NEW YORK – How can a company that tells people explicitly not to buy its products survive? That’s a question for Philip Morris International Inc., which recently unveiled a campaign to “unsmoke” the world.
The Marlboro maker reports first-quarter earnings on Thursday, giving investors the latest data on just how fast cigarette volumes are falling. With its public push to discourage smoking, Philip Morris isn’t fighting that trend. Instead, it’s ramping up focus on its IQOS heat-not-burn device, already sold in about 44 countries.
“It makes financial sense because the new business is more sustainable, a better product for consumers. I’ve never seen where there is a better product for consumers and the company ended up in a worse situation financially,” said Chief Operating Officer Jacek Olczak. “IQOS and combustible (cigarette) volumes, they are 100 percent correlated. We’re not afraid of cannibalization.”
Philip Morris, which hasn’t sold in the U.S. since a 2008 split from sister Altria Group Inc., has been leaning into anti-smoking at a time when the drop in cigarette volumes is accelerating. Globally, volumes are falling at about 3 percent to 4 percent annually, Bloomberg Intelligence analyst Kenneth Shea said.

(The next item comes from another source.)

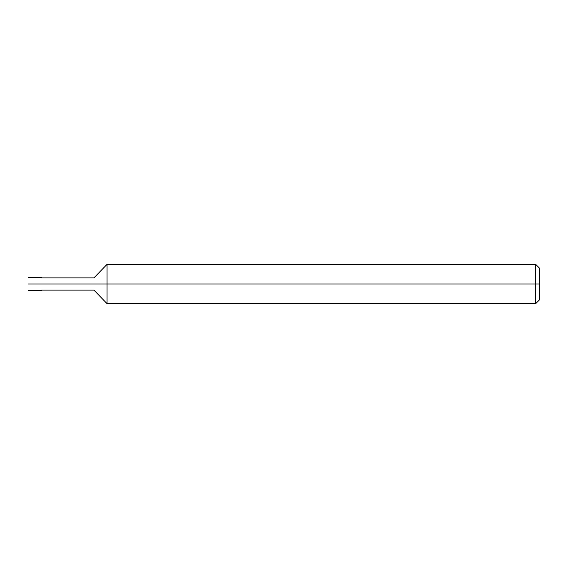 <?xml version="1.0" encoding="UTF-8"?>
<svg xmlns="http://www.w3.org/2000/svg" width="568" height="568" viewBox="0 0 568 568"><rect width="100%" height="100%" fill="white"/><g stroke="black" fill="none" stroke-linecap="round" stroke-linejoin="round"><path stroke-width="0.85" d="M28.4 284C28.4 292.449 28.4 292.449 28.4 284C28.4 292.449 28.4 292.449 28.4 284L39.866 284C39.866 292.449 39.866 292.449 39.866 284C39.866 292.449 39.866 292.449 39.866 284C39.866 275.551 39.866 275.551 39.866 284L28.4 284C28.4 275.551 28.4 275.551 28.4 284C28.4 275.551 28.4 275.551 28.4 284M39.866 284C39.866 292.449 39.866 292.449 39.866 284L41.507 284C41.507 292.449 41.507 292.449 41.507 284C41.507 292.449 41.507 292.449 41.507 284L93.933 284C93.933 291.86 93.933 291.86 93.933 284C93.933 291.86 93.933 291.86 93.933 284L107.047 284L107.047 303.66L107.047 284L107.047 303.66L107.047 284L535.667 284L535.667 303.66L535.667 284L535.667 303.66L535.667 284L539.6 284L539.6 299.726L539.6 268.274L539.6 284L535.667 284L535.667 264.34L535.667 284L107.047 284L107.047 264.34L107.047 284L93.933 284C93.933 276.14 93.933 276.14 93.933 284L41.507 284C41.507 275.551 41.507 275.551 41.507 284L39.866 284C39.866 275.551 39.866 275.551 39.866 284C39.866 275.551 39.866 275.551 39.866 284M41.507 284C41.507 275.551 41.507 275.551 41.507 284M93.933 284C93.933 276.14 93.933 276.14 93.933 284M107.047 284L107.047 264.34L107.047 284M535.667 284L535.667 264.34L535.667 284M28.4 290.553L41.507 290.553M28.4 277.447L41.507 277.447M41.507 290.092L93.933 290.092L107.047 303.66L535.667 303.66L539.6 299.726M41.507 277.908L93.933 277.908L107.047 264.34L535.667 264.34L539.6 268.274"/></g></svg>
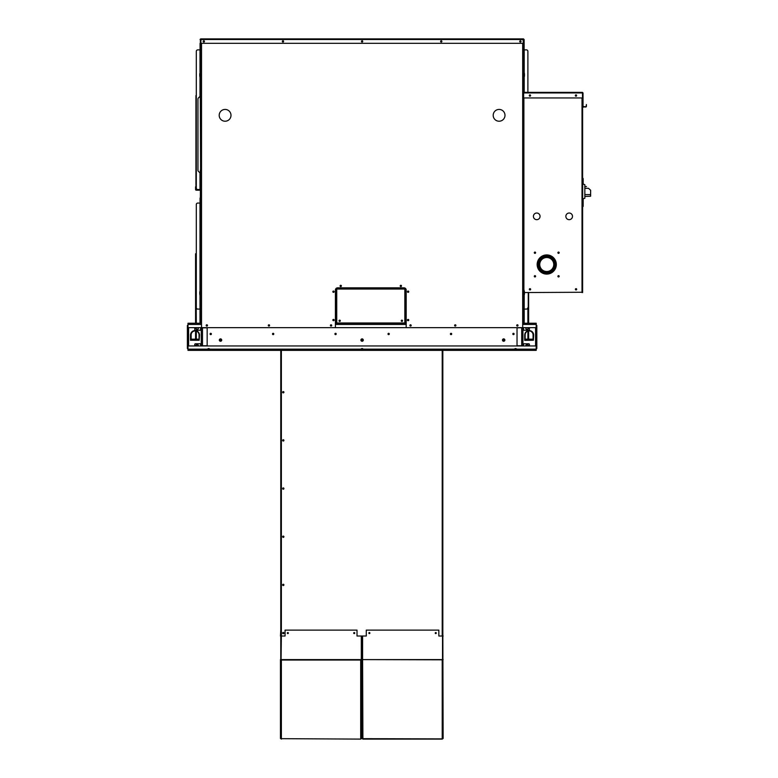<?xml version="1.0" encoding="UTF-8"?>
<svg xmlns="http://www.w3.org/2000/svg" width="778" height="778" viewBox="0 0 778 778"><rect width="100%" height="100%" fill="white"/><g stroke="black" fill="none" stroke-linecap="round" stroke-linejoin="round"><path stroke-width="1.17" d="M200.364 203.068L200.666 197.69L200.063 197.991L200.666 197.388M200.063 197.991L200.063 203.068M200.909 202.98A1.478 1.478 0 0 1 200.529 201.988L200.529 198.137M210.186 350.372A1.225 1.225 0 0 1 210.138 350.372L202.494 350.372A1.225 1.225 0 0 1 202.436 350.372L197.272 350.372M191.125 338.644A4.055 4.055 0 0 0 191.164 339.179A4.055 4.055 0 0 1 191.125 338.644L191.125 334.958A4.055 4.055 0 0 1 195.103 330.903A4.055 4.055 0 0 0 191.125 334.958M584.842 188.325L588.499 188.325C585.922 186.03 585.922 186.03 588.499 188.325L590.619 190.221L590.619 196.231L584.842 196.435M582.625 206.656L582.712 178.181A0.535 0.535 0 0 1 583.16 178.707L582.625 178.707M582.625 199.012L584.842 198.254L584.842 184.668L582.625 183.9M546.74 256.03A8.48 8.48 0 0 0 538.269 264.51A8.48 8.48 0 0 0 546.74 272.99A8.48 8.48 0 0 0 555.22 264.51A8.48 8.48 0 0 0 546.74 256.03M558.536 252.257L558.536 253.171L558.536 252.257M534.943 252.257L534.943 253.171L534.943 252.257M558.536 275.85L558.536 276.764L558.536 275.85M534.943 275.85L534.943 276.764L534.943 275.85M523.468 323.23L523.468 296.651M523.827 309.09L523.827 323.23M523.468 309.09L524.197 309.09L524.197 295.582M527.892 323.23L527.892 307.611A1.478 1.478 0 0 1 526.414 309.09L524.197 309.09L524.197 323.23M528.622 339.179L528.622 330.942M528.622 323.23L528.622 292.557M528.388 345.772L528.262 345.286M528.262 339.179L528.262 331.01M528.262 328.705L528.262 327.655M528.262 323.23L528.262 292.557M283.921 633.068A0.642 0.642 0 0 1 283.28 633.71A0.642 0.642 0 0 1 282.638 633.068A0.642 0.642 0 0 1 283.28 632.426A0.642 0.642 0 0 1 283.921 633.068M283.921 584.9A0.642 0.642 0 0 1 283.28 585.542A0.642 0.642 0 0 1 282.638 584.9A0.642 0.642 0 0 1 283.28 584.259A0.642 0.642 0 0 1 283.921 584.9M283.921 536.732A0.642 0.642 0 0 1 283.28 537.374A0.642 0.642 0 0 1 282.638 536.732A0.642 0.642 0 0 1 283.28 536.091A0.642 0.642 0 0 1 283.921 536.732M283.921 488.565A0.642 0.642 0 0 1 283.28 489.206A0.642 0.642 0 0 1 282.638 488.565A0.642 0.642 0 0 1 283.28 487.923A0.642 0.642 0 0 1 283.921 488.565M283.921 440.397A0.642 0.642 0 0 1 283.28 441.038A0.642 0.642 0 0 1 282.638 440.397A0.642 0.642 0 0 1 283.28 439.755A0.642 0.642 0 0 1 283.921 440.397M283.921 392.229A0.642 0.642 0 0 1 283.28 392.871A0.642 0.642 0 0 1 282.638 392.229A0.642 0.642 0 0 1 283.28 391.587A0.642 0.642 0 0 1 283.921 392.229M436.215 633.068L435.301 633.068L436.215 633.068M369.832 633.068L368.908 633.068L369.832 633.068M354.69 633.068L353.766 633.068L354.69 633.068M288.298 633.068L287.374 633.068L288.298 633.068M281.364 350.372L281.364 636.015L280.77 636.015L280.77 659.481L281.364 659.608L280.77 659.695L281.364 659.822M281.072 659.608L281.364 636.015L285.059 636.015L285.059 630.122L357.014 630.122L357.014 636.015L366.282 636.015L366.282 630.122L438.841 630.122L438.841 636.015L442.225 636.015L442.225 350.372M442.828 636.015L442.828 350.372M582.625 292.256L524.45 292.557M198.283 327.655A1.293 1.293 0 0 1 197.097 329.434A1.293 1.293 0 0 1 195.9 327.655L195.93 328.705M198.205 345.947A1.293 1.293 0 0 0 197.009 344.557A1.293 1.293 0 0 0 195.813 345.947A1.293 1.293 0 0 1 197.097 344.557A1.293 1.293 0 0 1 198.38 345.947M201.881 345.763L201.269 345.947L201.269 327.664L201.881 327.839M202.484 327.839L206.423 327.839A0.739 0.739 0 0 1 207.162 328.579L207.162 345.033A0.739 0.739 0 0 1 206.423 345.763L202.484 345.763L202.484 327.839L201.269 327.839M202.484 345.763L201.269 345.763M194.743 327.655L194.743 329.483A0.739 0.739 0 0 0 195.482 330.222L201.269 330.222M201.269 343.769L195.482 343.769A0.739 0.739 0 0 0 194.743 344.508L194.743 345.947M195.57 323.23L195.57 253.764L195.93 323.23M200.724 202.727L200.724 289.484M200.724 296.593L200.724 323.23M199.995 295.504L199.995 309.09L200.724 309.09M200.724 203.068L199.995 203.068L199.995 290.564M199.995 323.23L199.995 309.09L197.777 309.09A1.478 1.478 0 0 1 196.299 307.611L196.299 204.536A1.478 1.478 0 0 1 197.777 203.068L199.995 203.068M200.364 323.23L200.364 309.09M195.93 255.534L196.299 323.23M195.57 330.942L195.57 339.179M195.93 331.01L195.93 339.179M195.93 345.286L195.813 345.772M195.93 186.885L195.93 95.577L195.93 189.531L199.995 189.861M200.364 39.532L200.364 49.88M200.724 44.239L200.724 49.88L197.777 49.88A1.478 1.478 0 0 0 196.299 51.358L196.299 188.052A1.478 1.478 0 0 0 197.777 189.531L199.995 189.531L199.995 172.901M200.724 49.88L200.724 71.382M200.724 78.481L200.724 94.41M195.93 97.046L196.299 189.861M200.374 190.085A0.729 0.652 -0 0 1 199.995 190.182L196.299 190.182A0.729 0.652 -0 0 1 195.57 189.531L195.93 188.869M195.57 186.885L195.57 188.869M204.468 41.409A0.642 0.642 0 0 1 203.826 42.051A0.642 0.642 0 0 1 203.184 41.409A0.642 0.642 0 0 1 203.826 40.767A0.642 0.642 0 0 1 204.468 41.409M521.007 41.409A0.642 0.642 0 0 1 520.365 42.051A0.642 0.642 0 0 1 519.723 41.409A0.642 0.642 0 0 1 520.365 40.767A0.642 0.642 0 0 1 521.007 41.409M441.875 41.409A0.642 0.642 0 0 1 441.233 42.051A0.642 0.642 0 0 1 440.591 41.409A0.642 0.642 0 0 1 441.233 40.767A0.642 0.642 0 0 1 441.875 41.409M362.743 41.409A0.642 0.642 0 0 1 362.101 42.051A0.642 0.642 0 0 1 361.459 41.409A0.642 0.642 0 0 1 362.101 40.767A0.642 0.642 0 0 1 362.743 41.409M283.61 41.409A0.642 0.642 0 0 1 282.968 42.051A0.642 0.642 0 0 1 282.317 41.409A0.642 0.642 0 0 1 282.968 40.767A0.642 0.642 0 0 1 283.61 41.409M200.063 39.503L200.666 38.9L200.539 43.325L201.142 38.9L200.88 39.503L201.142 38.9L523.059 38.9L523.662 39.503L523.059 38.9L523.361 43.325L523.827 39.532M200.88 39.503L200.88 43.325L523.312 43.325L523.312 39.493L200.88 39.493M523.312 44.375L523.283 323.23L522.69 323.23L522.69 327.061A0.593 0.593 0 0 1 522.096 327.655L406.777 327.655A0.593 0.593 0 0 1 406.184 327.061L406.184 290.048A2.208 2.208 0 0 0 403.976 287.841L337.623 287.841A2.208 2.208 0 0 0 335.406 290.048L335.406 327.061A0.593 0.593 0 0 1 334.812 327.655L202.105 327.655A0.593 0.593 0 0 1 201.512 327.061L201.512 323.23L187.994 323.23L187.994 327.655L536.198 327.655L536.198 323.23L523.283 323.23M200.909 44.375L200.88 43.325M575.973 96.18A0.642 0.642 0 0 1 575.331 95.538A0.642 0.642 0 0 1 575.973 94.897A0.642 0.642 0 0 1 576.624 95.538A0.642 0.642 0 0 1 575.973 96.18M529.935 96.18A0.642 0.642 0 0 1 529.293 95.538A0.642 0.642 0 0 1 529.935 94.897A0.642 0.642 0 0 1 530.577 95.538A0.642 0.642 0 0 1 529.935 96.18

The “Unsmoke” campaign sums its mission up thus: “If you don’t smoke, don’t start. If you smoke, quit. If you don’t quit, change.” Still, anti-smoking advocates say the company’s new marketing is a far cry from it giving up on cigarette sales altogether.
“Their actions tell a different story than their words,” said Caroline Renzulli from the Campaign for Tobacco-Free Kids. Her group photographed a billboard in Indonesia showing a new brand, and says ads there feature the word baru, which means new — a sign that Philip Morris is still putting some resources into traditional tobacco. Around 214,000 Indonesians die from tobacco-related disease annually, and Philip Morris controls about 34 percent of the cigarette market there, according to the group’s website.
Philip Morris Bold was registered in Indonesia in January, according to the World Intellectual Property Organization. When asked about the registration, Olczak said the company sometimes needs to change labeling on its cigarettes, such as to accommodate new health warnings, and that in general it has reduced new brand launches. The company doesn’t yet sell IQOS in Indonesia, though plans to test it in the future, he said.
“In all markets where we have IQOS we have put product introductions to zero,” Olczak said.
When asked if the company would ever separate IQOS from the cigarette business, Olczak said: “I don’t have to think about this today,” adding that “it’s a nice problem to have for the future.”
It might make sense. Declining businesses with liabilities are sometimes managed through spinoffs, and Philip Morris faces lawsuits in Israel, Canada and Nigeria that claim “billions” of dollars in damages related to tobacco use and exposure, according to its filings.
Altria took steps last year to hedge against Big Tobacco’s troubles — taking stakes in Juul Labs Inc. and Canadian cannabis company Cronos Group Inc. For Philip Morris, it’s banking its future on IQOS. Though sales are going well in some countries, it’s still trying to court the World Health Organization to embrace its push to help adult smokers switch. It’s also seeking approval from the Food and Drug Administration to sell IQOS in the U.S. If it succeeds, Altria has an agreement to market it. A separate application from Philip Morris also seeks to market it in the U.S. as a reduced-risk product.
Olczak himself says he couldn’t quit smoking until six or seven years ago. He had a child and his wife was very unhappy with his cigarette use, so he tried an IQOS prototype, which he says finally helped him kick the habit. The company is ready to put a “human touch” on the issue, telling anecdotes about how relieved some children were to see their parents quit cigarettes thanks to IQOS, he said.
The decline in cigarette volumes in many countries hasn’t spooked Philip Morris investors — shares have jumped about 30 percent this year.
And cigarette sales are growing in places such as Pakistan, the Philippines, Thailand and Turkey, the company’s most recent annual report shows. In Indonesia, they were flat. In some countries, Olczak said, a reduction in illegal trade has resulted in volume increases.
Roberto Pozzi, an analyst at Moody’s Investors Service, questions what Philip Morris will do if alternative products aren’t as profitable as expected. Unlike Altria, the company doesn’t have investments in wine and cannabis. “They say the margins are similar to traditional cigarettes for IQOS, but they don’t publish the data,” Pozzi said.
IQOS does have better margins, because of taxes, Olczak said. It’s taxed favorably compared with cigarettes in many countries, such as Japan. But margins could be hurt if regulators decide to do otherwise, the company has said in regulatory risk statements.
Philip Morris is also working on other devices, such as IQOS 2, which has a carbon heat source at the tip that generates heat without an electric system. It has been launched as a test in the Dominican Republic. Further commercialization plans are under way, but have yet to be announced. Another possible path, Olczak said, is using the product as a medical device, or for nicotine replacement therapy.